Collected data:
- Opening Delimiter -

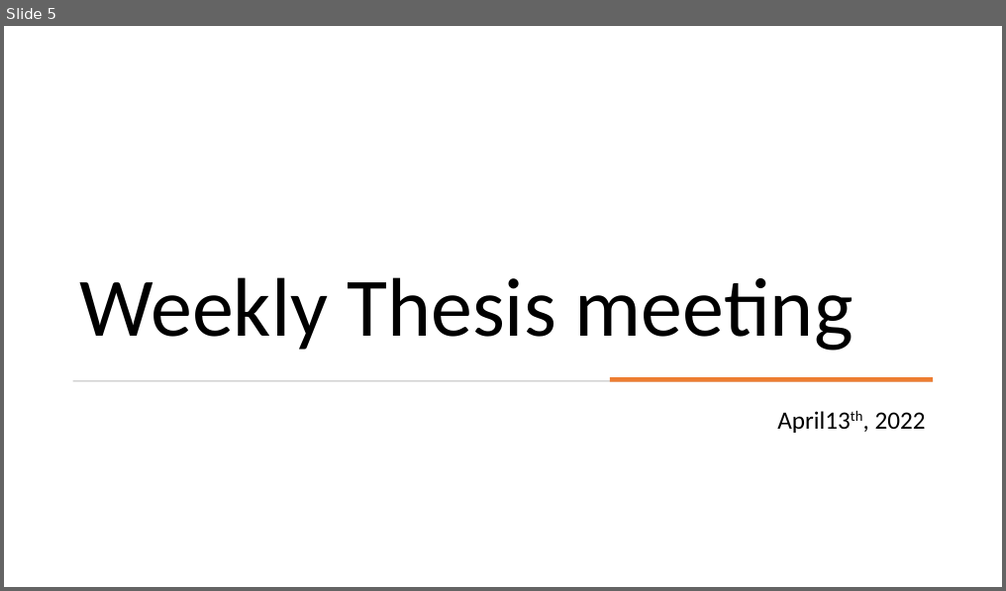
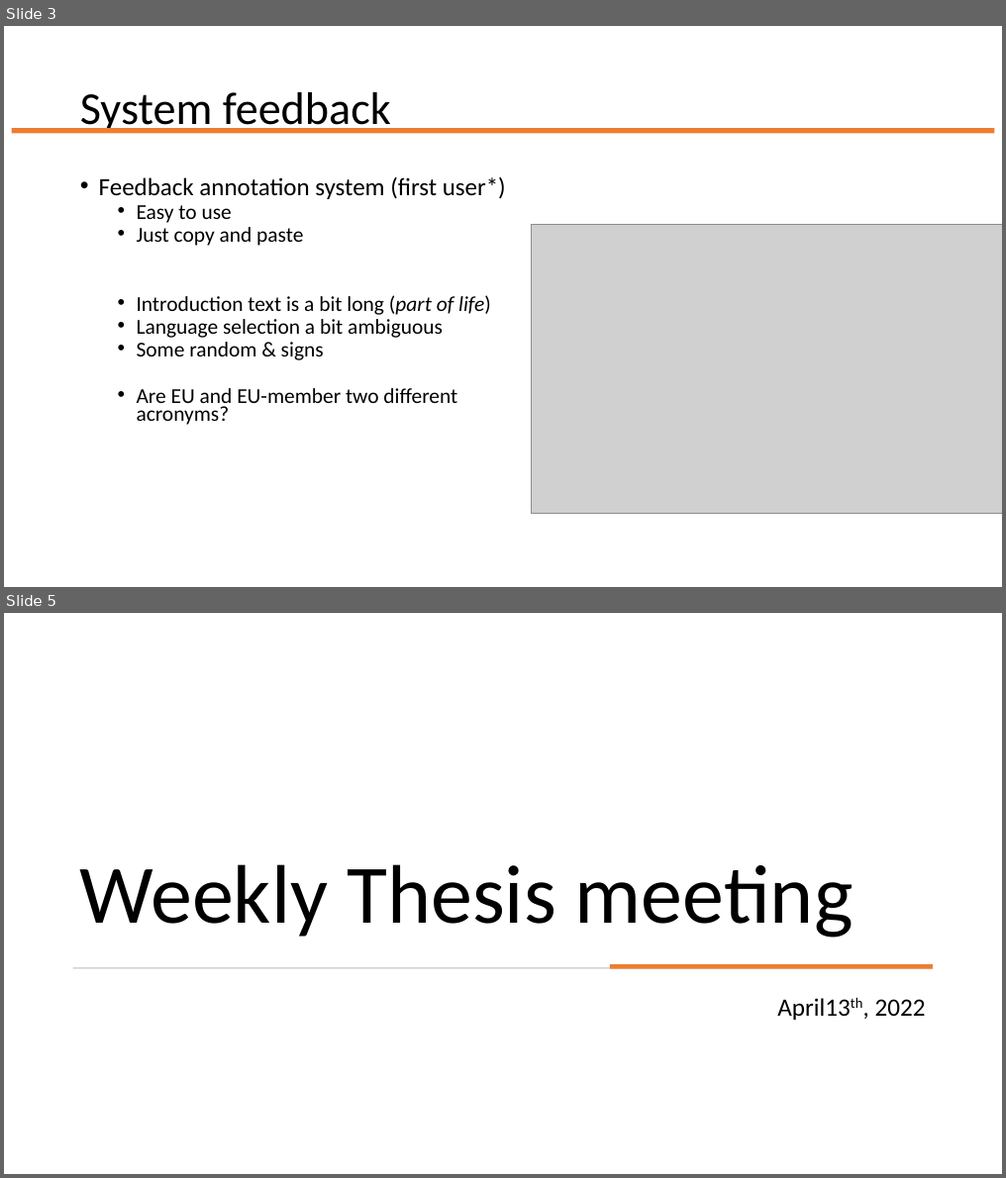
Before and after one commit to JesherA/AcExSy, a slide deck: Supporting_files/Weekly_thesis_meeting.pptx. Shown one above the other, each under a label of ours: slide 5 before the commit, slides 3 and 5 after it; the slides between them are not shown. The pictures are 1006x591 and 1006x1178 pixels, drawn with LibreOffice and Linux fonts; fonts in the diff are those of the drawing; grey boxes stand for pictures. Boxes give left, top, right and bottom in pixels: in the first picture for what was removed or moved away, otherwise in the second. Text is boxed around its words. In the diff, an @@ line names an element or a change of style, - is before the commit and + after.

```diff
--- a/Supporting_files/Weekly_thesis_meeting.pptx
+++ b/Supporting_files/Weekly_thesis_meeting.pptx
@@ slide 3 added at (4, 26, 1002, 587), background #FFFFFF @@
@@ title added at (80, 92, 391, 134), 44 pt, text #000000 @@
+System feedback
@@ rectangle added at (12, 128, 995, 133), fill #ED7D31 @@
@@ text added at (99, 177, 506, 425), 20.4 pt, text #000000 @@
+• Feedback annotation system (first user*)
+  • Easy to use
+  • Just copy and paste
+  • Introduction text is a bit long (part of life)
+  • Language selection a bit ambiguous
+  • Some random & signs
+  • Are EU and EU-member two different acronyms?
@@ picture added at (532, 225, 1002, 514) @@
```
Also in this commit, not shown: 4 slides changed, 1 other slide added, 6 other files.

- Closing Delimiter -

• **Work item**:
Where does the string "shown" appear in the records above? Return every line that holds it.

• **Answer to the problem**:
Before and after one commit to JesherA/AcExSy, a slide deck: Supporting_files/Weekly_thesis_meeting.pptx. Shown one above the other, each under a label of ours: slide 5 before the commit, slides 3 and 5 after it; the slides between them are not shown. The pictures are 1006x591 and 1006x1178 pixels, drawn with LibreOffice and Linux fonts; fonts in the diff are those of the drawing; grey boxes stand for pictures. Boxes give left, top, right and bottom in pixels: in the first picture for what was removed or moved away, otherwise in the second. Text is boxed around its words. In the diff, an @@ line names an element or a change of style, - is before the commit and + after.
Also in this commit, not shown: 4 slides changed, 1 other slide added, 6 other files.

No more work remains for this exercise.